Andy Kerber (@dbakerber), Senior Consultant
As an Oracle DBA, I often find it necessary to use X-Windows. For unknown reasons, Oracle has chosen to standardize on X-Windows as the normal installer for their software. Because of this requirement for Oracle, those who want to install Oracle products in AWS need to be able to run X-Windows on their EC2 instances. In this post, we will cover the process of installing the required software on the EC2 instance and configuring PuTTY on your desktop for use with X-Windows on the AWS EC2 instance.
Our chosen SSH software is PuTTY, which has an option to allow X-Windows forwarding on port 22. Thus, we know that port 22 is the port we will need in order run the Oracle installer. Most of these same steps are required for other software such as MobaXterm, though MobaXterm will not use PPK files.

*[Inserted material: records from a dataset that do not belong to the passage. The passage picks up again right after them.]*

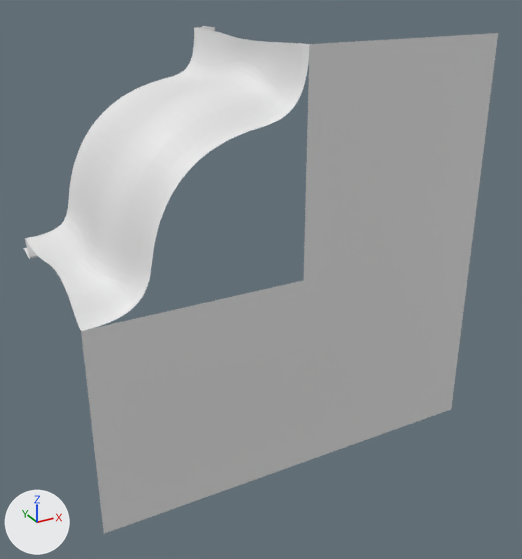
The OBJ model data/bmc/bmc_tiles/t_244.obj, before and after one commit.
The view is the same before and after, from a 50 mm lens placed at (-0.791, -1.243, 0.646), pointed at (0.006, 0.207, -0.079). Lighting does not change. The marker at lower left points along +X, +Y and +Z. Where no turn or scale is listed for an object, it has been applied to the vertices.

Objects in the first picture: 't_244'.
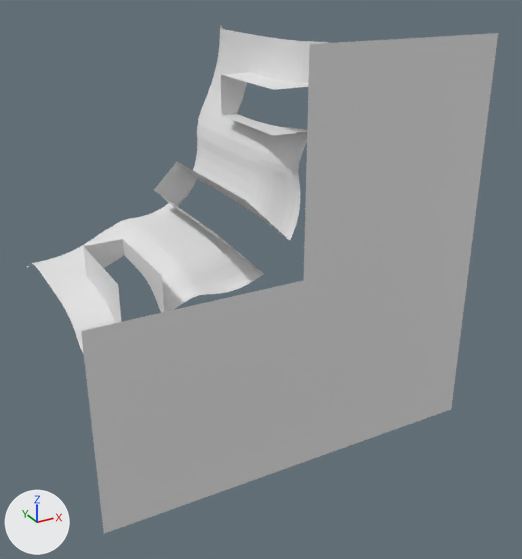
Where the change shows, as pixel boxes (x1, y1, x2, y2) in the pictures (522 x 559 px):
't_244', reshaped
    before: (24, 26, 498, 534)
    after: (26, 25, 498, 534)
part 1 of me_t_244, added
    after: (26, 25, 328, 354)
part 2 of me_t_244, deleted
    before: (24, 26, 310, 331)

The change, as a diff of the scene's bpy script:
```diff
--- a/data/bmc/bmc_tiles/t_244.obj.py
+++ b/data/bmc/bmc_tiles/t_244.obj.py
@@ me_t_244 @@
 # used by ob_t_244; location = (0.0, 0.0, 0.0)
-me_t_244.from_pydata(...)  # 2748 vertices, 5296 faces; spans x -0.5..0.5, y 0.0..0.5, z -0.5..0.5
+me_t_244.from_pydata(...)  # 923 vertices, 1683 faces; spans x -0.5..0.5, y 0.0..0.5, z -0.5..0.5
+# me_t_244 part 1: a new loose piece of 915 vertices spanning x -0.5..0.051, y 0.0..0.5, z -0.051..0.5
+# me_t_244 part 2: 2740 vertices removed from x -0.5..0.008, y 0.0..0.5, z -0.008..0.5
```

First, create an EC2 instance using RHEL 7. Others may work, but RHEL is a standard operating system that most people are familiar with. We have two EC2 instances configured, but for the purposes of this exercise we are concerned with the second:
When you created the EC2 instance, a private key file (suffix .pem) was also created. We need to convert this to a .ppk (PuTTY private key) file. It is a fairly easy process, as shown below.
1. Install PuTTY if you have not already done so. Run the full install so that PuTTYgen is installed
2. Start PuTTYgen
3. Click load, and load the .pem file downloaded from AWS. Note that you will need to change the default file type to all files (from .ppk)

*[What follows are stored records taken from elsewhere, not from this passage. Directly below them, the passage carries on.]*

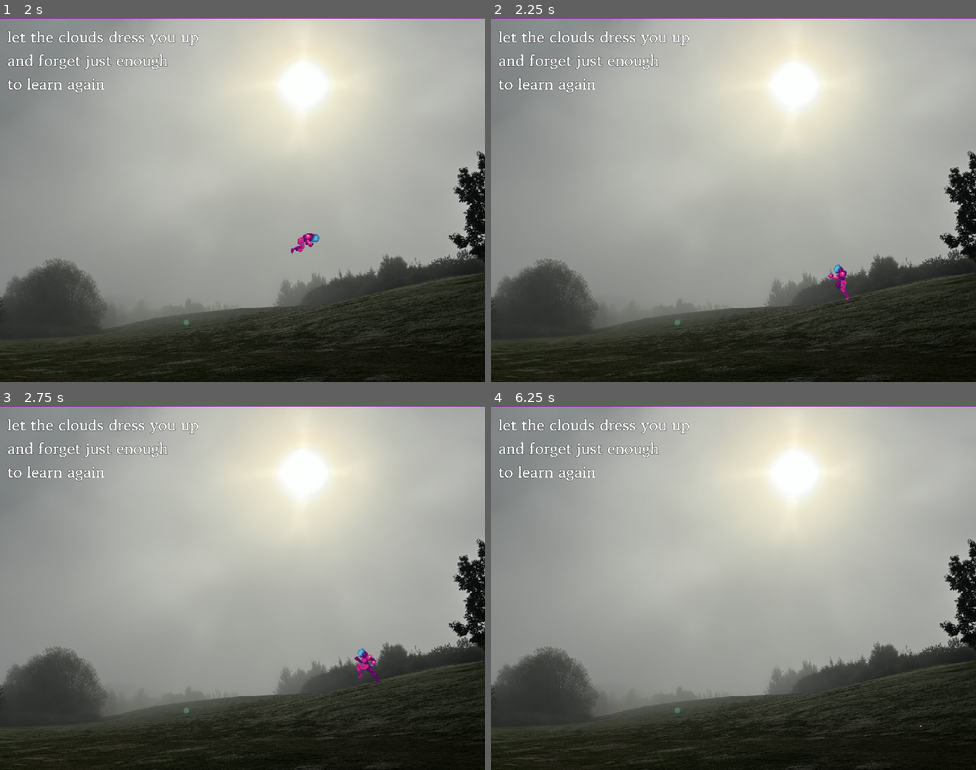
Above: before the commit, frames 1-4 (two rows, left to right).
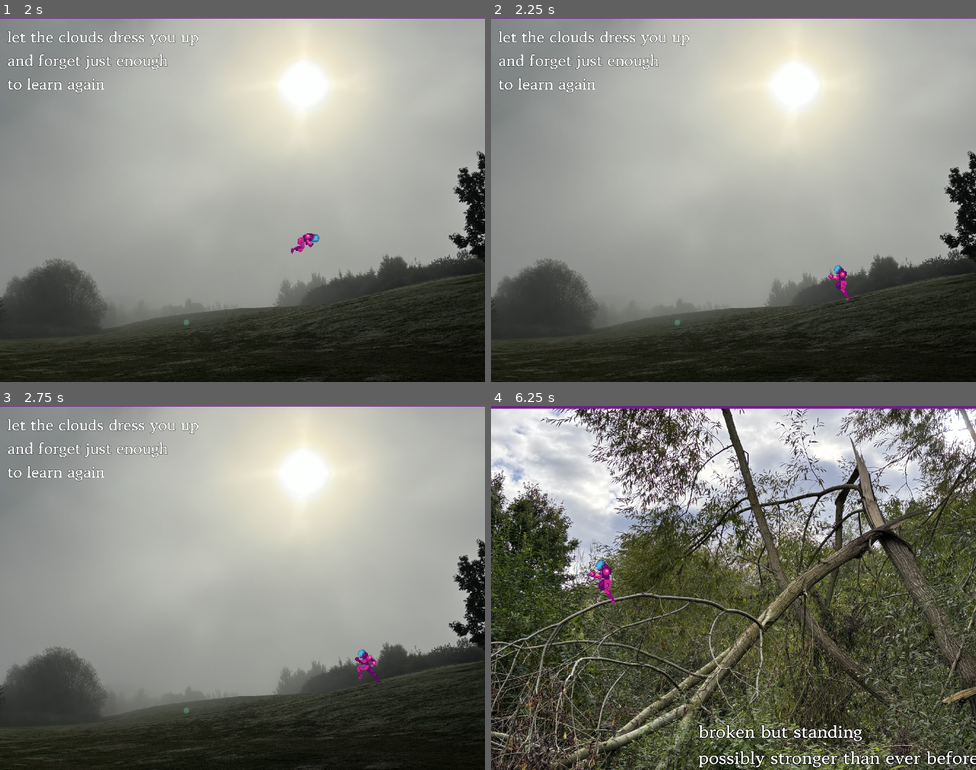
Above: after the commit, the same moments.

Repository: dorukbalci/Player-Discretion-is-Advised
Game: Godot game, scene res://Poem Game/experiment level/Poem Game.tscn
Two runs of this game, one before a commit and one after it. Both use one fixed random seed, a clock stepped at 60 frames per second and the inputs below. The project has no main scene, so this scene is started directly.
Inputs:
- Up to frame 1 (2 s): hold D (move_right) from 0.53 s (still down); tap Space (jump) at 0.6, 0.77, 1.07, 1.52, 1.55, 1.82 s; tap L (shoot) at 1.35 s
- Up to frame 2 (2.25 s): release D (move_right) at 2.03 s; hold A (move_left) from 2.03 s (still down); tap Space (jump) at 2.1 s
- Up to frame 3 (2.75 s): keep holding A (move_left)
- Up to frame 4 (6.25 s): release A (move_left) at 2.78 s; hold D (move_right) 2.78-4.28 s; tap L (shoot) at 2.85, 4.35, 5.85 s; tap Space (jump) at 3.02, 3.05, 3.32, 3.6, 3.77, 4.07, 4.52, 4.55, 4.82, 5.1, 6.02, 6.05 s; hold A (move_left) 4.28-5.03 s; hold D (move_right) 5.03-5.78 s; hold A (move_left) from 5.78 s (still down)

Frame 1 is identical in both runs. In frame 2, less than 0.1% of the frame differs, in the area x 69-74%, y 67-78%; in frame 3, 0.1%; in frame 4, 87%, in the area x 0-100%, y 0-100%.

Commit message:
Scene Manager
Implemented the scene manager for my side project poem game

Diff:
--- a/Poem Game/experiment level/Poem Game.tscn
+++ b/Poem Game/experiment level/Poem Game.tscn
@@ -2,83 +2,41 @@
 
 [ext_resource type="Script" path="res://Poem Game/experiment level/PoemManager.gd" id="1_vyo8g"]
 [ext_resource type="PackedScene" uid="uid://cgjowjcouphkh" path="res://Poem Game/levels/misty_field.tscn" id="2_gk8le"]
-[ext_resource type="Texture2D" uid="uid://g6uxa3vgc4yt" path="res://Poem Game/experiment level/two slabs.png" id="3_6da0f"]
-[ext_resource type="PackedScene" uid="uid://buu2hemimtnb4" path="res://Components/Player/player.tscn" id="4_4h307"]
-[ext_resource type="LabelSettings" uid="uid://cqvtp771n5fa4" path="res://Poem Game/experiment level/font resource.tres" id="5_luf5f"]
-[ext_resource type="Texture2D" uid="uid://dh32llcv3uegl" path="res://Poem Game/experiment level/broken branch.png" id="6_jrl7e"]
+[ext_resource type="PackedScene" uid="uid://cqrsdf3t7rai7" path="res://Poem Game/levels/broken_branch.tscn" id="3_koil4"]
+[ext_resource type="PackedScene" uid="uid://8ivpmr8u6s84" path="res://Poem Game/levels/two_slabs.tscn" id="4_dw5xt"]
+
+[sub_resource type="RectangleShape2D" id="RectangleShape2D_vxtbj"]
+size = Vector2(298, 1226)
+
+[sub_resource type="RectangleShape2D" id="RectangleShape2D_skjgu"]
+size = Vector2(333, 1349)
 
 [node name="FlatPoem" type="Node2D"]
 script = ExtResource("1_vyo8g")
+scenes = Array[PackedScene]([ExtResource("2_gk8le"), ExtResource("3_koil4"), ExtResource("4_dw5xt")])
 
-[node name="MistyField" parent="." instance=ExtResource("2_gk8le")]
+[node name="SceneParent" type="Node2D" parent="."]
 
-[node name="Two Slabs" type="Sprite2D" parent="."]
-position = Vector2(4596, 607)
-scale = Vector2(0.8185, 0.8)
-texture = ExtResource("3_6da0f")
-
-[node name="Player" parent="Two Slabs" instance=ExtResource("4_4h307")]
-position = Vector2(-591.325, 251.25)
-scale = Vector2(4.88699, 5)
-gravity = 1500
-speed = 1300
-max_hspeed = 700
-slowdown_speed = 100
-jumpForce = 1200
-jump_hspeed = 2000
-
-[node name="StaticBody2D" type="StaticBody2D" parent="Two Slabs"]
-
-[node name="CollisionPolygon2D" type="CollisionPolygon2D" parent="Two Slabs/StaticBody2D"]
-position = Vector2(-0.000298278, 0)
-polygon = PackedVector2Array(-684.178, 290, -576.664, 290, -87.9653, 300, -78.1918, 780, -674.405, 790)
-
-[node name="CollisionPolygon2D2" type="CollisionPolygon2D" parent="Two Slabs/StaticBody2D"]
-polygon = PackedVector2Array(117.287, -180, 420.281, -180, 439.829, 1080, 127.061, 1070)
-
-[node name="Label" type="Label" parent="Two Slabs"]
-offset_left = -996.946
-offset_top = -710.0
-offset_right = -167.946
-offset_bottom = -389.0
-text = "never dull in this garden
-of a feeble god"
-label_settings = ExtResource("5_luf5f")
-horizontal_alignment = 2
-
-[node name="BrokenBranch" type="Sprite2D" parent="."]
-position = Vector2(2900, 599)
-scale = Vector2(0.828, 0.798667)
-texture = ExtResource("6_jrl7e")
-
-[node name="StaticBody2D" type="StaticBody2D" parent="BrokenBranch"]
-
-[node name="CollisionPolygon2D" type="CollisionPolygon2D" parent="BrokenBranch/StaticBody2D"]
-polygon = PackedVector2Array(-990.338, 209.099, -922.706, 229.132, -758.454, 148.998, -574.879, 58.8481, -391.304, 8.76459, -159.42, 38.8147, 14.4927, 88.8981, 53.1401, 118.948, 207.729, -41.3188, 516.908, -241.653, 748.792, -341.82, 652.174, -231.636, 1048.31, 409.432, 1125.6, 609.766, 1106.28, 1010.43, -1009.66, 930.3, -1019.32, 219.115)
-
-[node name="Label" type="Label" parent="BrokenBranch"]
-offset_left = -169.082
-offset_top = 529.633
-offset_right = 946.918
-offset_bottom = 742.633
-text = "broken but standing
-possibly stronger than ever before"
-label_settings = ExtResource("5_luf5f")
-
-[node name="Player2" parent="." instance=ExtResource("4_4h307")]
-position = Vector2(2176, 704)
-scale = Vector2(4, 4)
-gravity = 1500
-speed = 1300
-max_hspeed = 700
-slowdown_speed = 100
-jumpForce = 1200
-jump_hspeed = 2000
-
-[node name="Cameras" type="Node2D" parent="."]
-
-[node name="Camera1" type="Camera2D" parent="Cameras"]
+[node name="Camera1" type="Camera2D" parent="."]
 position = Vector2(800, 600)
 position_smoothing_enabled = true
 
-[node name="Node2D" type="Node2D" parent="."]
+[node name="NextLevel" type="Area2D" parent="."]
+collision_layer = 7
+collision_mask = 7
+
+[node name="CollisionShape2D" type="CollisionShape2D" parent="NextLevel"]
+position = Vector2(1744, 600)
+shape = SubResource("RectangleShape2D_vxtbj")
+
+[node name="Previous Level" type="Area2D" parent="."]
+collision_layer = 7
+collision_mask = 7
+
+[node name="CollisionShape2D" type="CollisionShape2D" parent="Previous Level"]
+position = Vector2(-166.5, 669.5)
+shape = SubResource("RectangleShape2D_skjgu")
+
+[connection signal="body_entered" from="NextLevel" to="." method="_on_next_level_body_entered"]
+[connection signal="body_shape_entered" from="NextLevel" to="." method="_on_next_level_body_shape_entered"]
+[connection signal="body_entered" from="Previous Level" to="." method="_on_previous_level_body_entered"]
--- a/Poem Game/experiment level/PoemManager.gd
+++ b/Poem Game/experiment level/PoemManager.gd
@@ -1,16 +1,34 @@
 extends Node2D
 
-@export var scene_1 : PackedScene
-@export var scene_2 : PackedScene
-@export var scene_3 : PackedScene
+@export var scenes: Array[PackedScene]
+@onready var sceneParent = $SceneParent
 
-var current_scene
+var current_scene := 0
 # Called when the node enters the scene tree for the first time.
 func _ready() -> void:
+	var new_scene = scenes[0].instantiate()
+	$SceneParent.add_child(new_scene)
+func _process(delta: float) -> void:
 	pass
+
+func change_scene(scene_id: int):
+	for node in $SceneParent.get_children():
+		node.queue_free()
+	var new_scene = scenes[scene_id].instantiate()
+	$SceneParent.add_child(new_scene)
 
 
 
-# Called every frame. 'delta' is the elapsed time since the previous frame.
-func _process(delta: float) -> void:
-	pass
+func _on_next_level_body_entered(body: Node2D) -> void:
+	if body.is_in_group('Player'):
+		print('entered')
+		current_scene +=1
+		change_scene(current_scene)
+
+
+func _on_previous_level_body_entered(body: Node2D) -> void:
+	if body.is_in_group('Player'):
+		print('entered')
+		if current_scene > 0:
+			current_scene -=1
+			change_scene(current_scene)
--- /dev/null
+++ b/Poem Game/levels/broken_branch.tscn
@@ -0,0 +1,34 @@
+[gd_scene load_steps=4 format=3 uid="uid://cqrsdf3t7rai7"]
+
+[ext_resource type="Texture2D" uid="uid://dh32llcv3uegl" path="res://Poem Game/experiment level/broken branch.png" id="1_x1xne"]
+[ext_resource type="LabelSettings" uid="uid://cqvtp771n5fa4" path="res://Poem Game/experiment level/font resource.tres" id="2_r0akp"]
+[ext_resource type="PackedScene" uid="uid://buu2hemimtnb4" path="res://Components/Player/player.tscn" id="3_4bw7x"]
+
+[node name="BrokenBranch" type="Sprite2D"]
+position = Vector2(824, 608)
+scale = Vector2(0.828, 0.798667)
+texture = ExtResource("1_x1xne")
+
+[node name="StaticBody2D" type="StaticBody2D" parent="."]
+
+[node name="CollisionPolygon2D" type="CollisionPolygon2D" parent="StaticBody2D"]
+polygon = PackedVector2Array(-990.338, 209.099, -922.706, 229.132, -758.454, 148.998, -574.879, 58.8481, -391.304, 8.76459, -159.42, 38.8147, 14.4927, 88.8981, 53.1401, 118.948, 207.729, -41.3188, 516.908, -241.653, 748.792, -341.82, 652.174, -231.636, 1048.31, 409.432, 1125.6, 609.766, 1106.28, 1010.43, -1009.66, 930.3, -1019.32, 219.115)
+
+[node name="Label" type="Label" parent="."]
+offset_left = -169.082
+offset_top = 529.633
+offset_right = 946.918
+offset_bottom = 742.633
+text = "broken but standing
+possibly stronger than ever before"
+label_settings = ExtResource("2_r0akp")
+
+[node name="Player2" parent="." instance=ExtResource("3_4bw7x")]
+position = Vector2(-874.396, 131.469)
+scale = Vector2(4.83092, 5.00834)
+gravity = 1500
+speed = 1300
+max_hspeed = 700
+slowdown_speed = 100
+jumpForce = 1200
+jump_hspeed = 2000
--- a/Poem Game/levels/misty_field.tscn
+++ b/Poem Game/levels/misty_field.tscn
@@ -18,7 +18,7 @@
 [node name="StaticBody2D" type="StaticBody2D" parent="."]
 
 [node name="CollisionPolygon2D" type="CollisionPolygon2D" parent="StaticBody2D"]
-polygon = PackedVector2Array(-1006.12, 581.044, -614.679, 535.714, -366.972, 486.264, 266.055, 436.813, 990.826, 288.462, 990.826, 745.879, -996.942, 745.879)
+polygon = PackedVector2Array(-1006.12, 581.044, -614.679, 535.714, -366.972, 486.264, 266.055, 436.813, 993.85, 297.5, 1003.69, 757.5, -996.942, 745.879)
 
 [node name="Label" type="Label" parent="."]
 offset_left = -964.33
--- /dev/null
+++ b/Poem Game/levels/two_slabs.tscn
@@ -0,0 +1,39 @@
+[gd_scene load_steps=4 format=3 uid="uid://8ivpmr8u6s84"]
+
+[ext_resource type="Texture2D" uid="uid://g6uxa3vgc4yt" path="res://Poem Game/experiment level/two slabs.png" id="1_0n1rb"]
+[ext_resource type="PackedScene" uid="uid://buu2hemimtnb4" path="res://Components/Player/player.tscn" id="2_y1vnu"]
+[ext_resource type="LabelSettings" uid="uid://cqvtp771n5fa4" path="res://Poem Game/experiment level/font resource.tres" id="3_7aued"]
+
+[node name="Two Slabs" type="Sprite2D"]
+position = Vector2(816, 600)
+scale = Vector2(0.8185, 0.8)
+texture = ExtResource("1_0n1rb")
+
+[node name="Player" parent="." instance=ExtResource("2_y1vnu")]
+position = Vector2(-591.325, 251.25)
+scale = Vector2(4.88699, 5)
+gravity = 1500
+speed = 1300
+max_hspeed = 700
+slowdown_speed = 100
+jumpForce = 1200
+jump_hspeed = 2000
+
+[node name="StaticBody2D" type="StaticBody2D" parent="."]
+
+[node name="CollisionPolygon2D" type="CollisionPolygon2D" parent="StaticBody2D"]
+position = Vector2(-0.000298278, 0)
+polygon = PackedVector2Array(-684.178, 290, -576.664, 290, -87.9653, 300, -78.1918, 780, -674.405, 790)
+
+[node name="CollisionPolygon2D2" type="CollisionPolygon2D" parent="StaticBody2D"]
+polygon = PackedVector2Array(117.287, -180, 420.281, -180, 439.829, 1080, 127.061, 1070)
+
+[node name="Label" type="Label" parent="."]
+offset_left = -996.946
+offset_top = -710.0
+offset_right = -167.946
+offset_bottom = -389.0
+text = "never dull in this garden
+of a feeble god"
+label_settings = ExtResource("3_7aued")
+horizontal_alignment = 2

4. In PuTTYgen, follow the instructions to generate the PPK file.
5. Save the file without a passphrase.
6. Choose an appropriate name and save the file.
7. Now start PuTTY and configure the connection. In the hostname field, put ec2user@<public dns name>, eg ec2-user@ec2-52-15-162-211.us-east-2.compute.amazonaws.com:
8. In the SSH auth section, accept the defaults, and insert the fully qualified path and file name for your PPK file in the private key file section:
9. In the X11 section, choose ‘Enable X11 forwarding’ and localhost:0 for the X display location.

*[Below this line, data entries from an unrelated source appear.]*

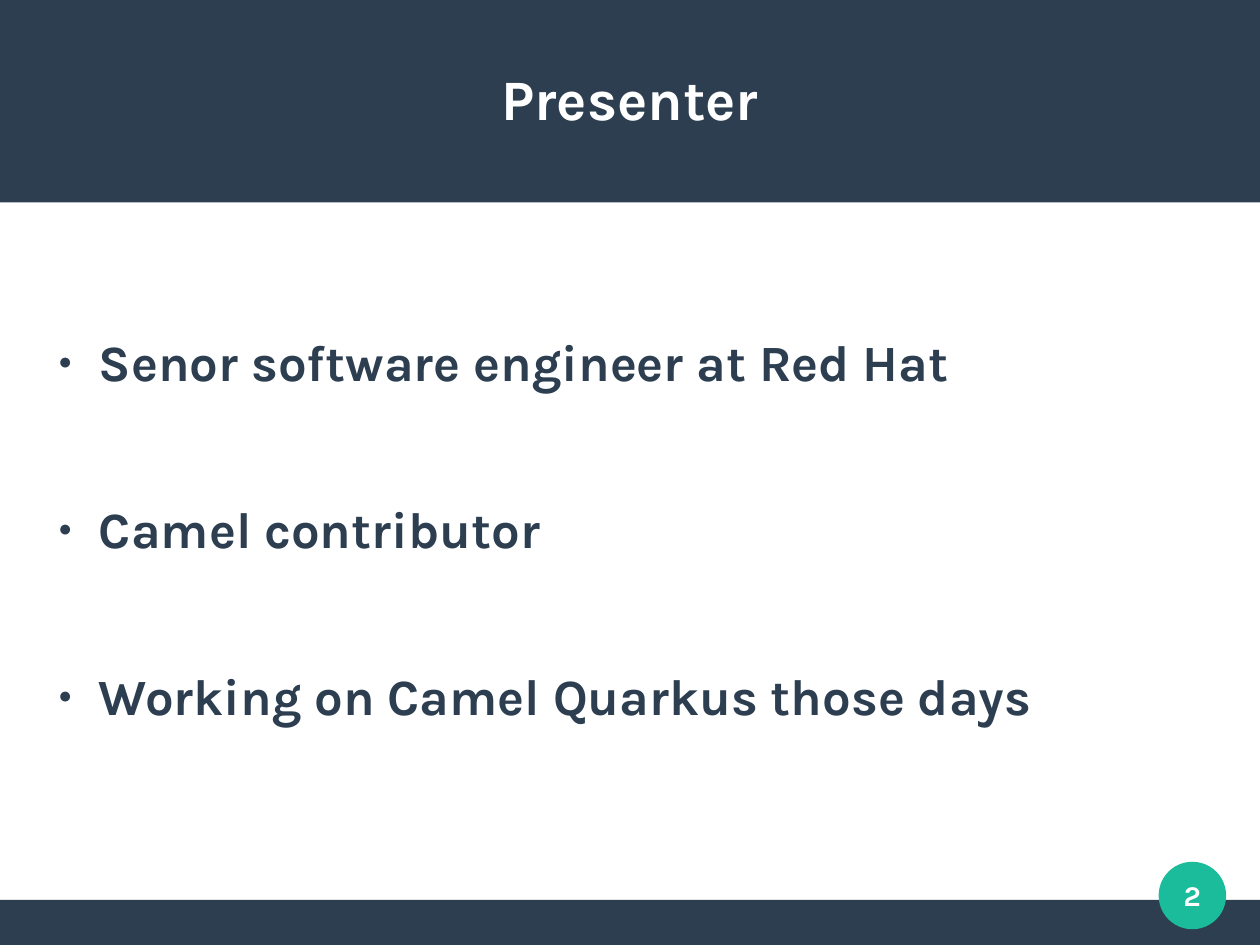
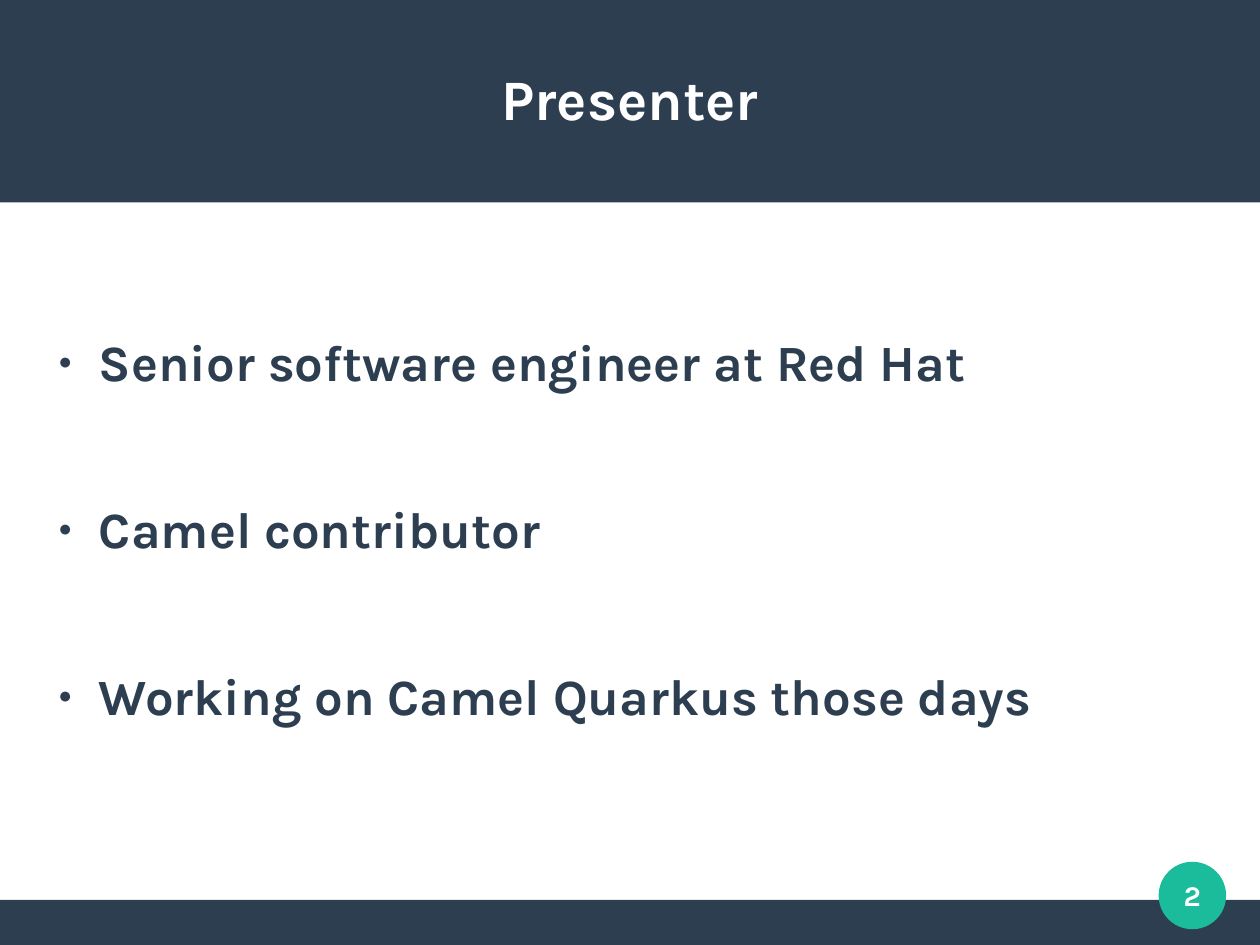
Before and after one commit to aldettinger/integration-in-the-cloud-era-with-camel-quarkus, a slide deck: slide 2 of Integration In The Cloud Era With Camel Quarkus.odp. Drawn at 1260x945 pixels with LibreOffice and Linux fonts; fonts in the diff are those of the drawing. Boxes give left, top, right and bottom in pixels: in the first picture for what was removed or moved away, otherwise in the second. Text is boxed around its words. In the diff, an @@ line names an element or a change of style, - is before the commit and + after.

```diff
--- a/Integration In The Cloud Era With Camel Quarkus.odp
+++ b/Integration In The Cloud Era With Camel Quarkus.odp
@@ text at [99,345,966,393]: text changed @@
-● Senor software engineer at Red Hat
+● Senior software engineer at Red Hat
```
Also in this commit, not shown: 1 other slide changed.

10. Next, back on AWS, you need to configure the AWS firewall to allow you to access your EC2 instance via SSH. To do this, select ‘Security Groups’ on the console, and then on the actions menu, choose edit inbound rules:
11. Click add rule.
12. Add the appropriate source IP and net mask:
Note that if you are connecting from home, chances are that you have a dynamic IP on your home router, and you will need to find out the range of that dynamic IP. In the example shown, we expect that we will always be connecting from an IP address where the first three octals are 118.16.99, and the fourth set is dynamic, so we have a mask of 24. Your public IP address will not start with 172, 10, or 198. Those are the starting octets for private ranges.
13. At this point, you are ready to connect. To verify your connection, use the PuTTY configuration described above and connect to the EC2 instance. Note that you will connect as the ec2-user.
14. Now, as the ec2-user, sudo to root. ‘sudo su –’.
15. Install the packages that are needed for X Windows:
yum install xorg-x11-xauth
yum install xclock xterm
16. On your desktop, ensure that you have an X-Windows server installed. We are using Xming, and installation instructions can be found here.
17. Next, start a new session. When you start your first session after installing the X-Windows software, you should see this line:
/usr/bin/xauth: file /home/ec2-user/. Xauthority does not exist.
It will create that file.
18. Start XMing on your desktop.
19. Type xclock or xterm in your PuTTY session. The xterm or xclock should then open on your desktop after a few seconds:
20. At this point, you have X-Windows working on your AWS EC2 instance. You can now proceed with installing Oracle, or any other software that uses X-Windows as its installation method.
In this post, we have covered the process of installing required software on your EC2 instance and configuring PuTTY on your desktop for use with X-Windows on the AWS EC2 instance.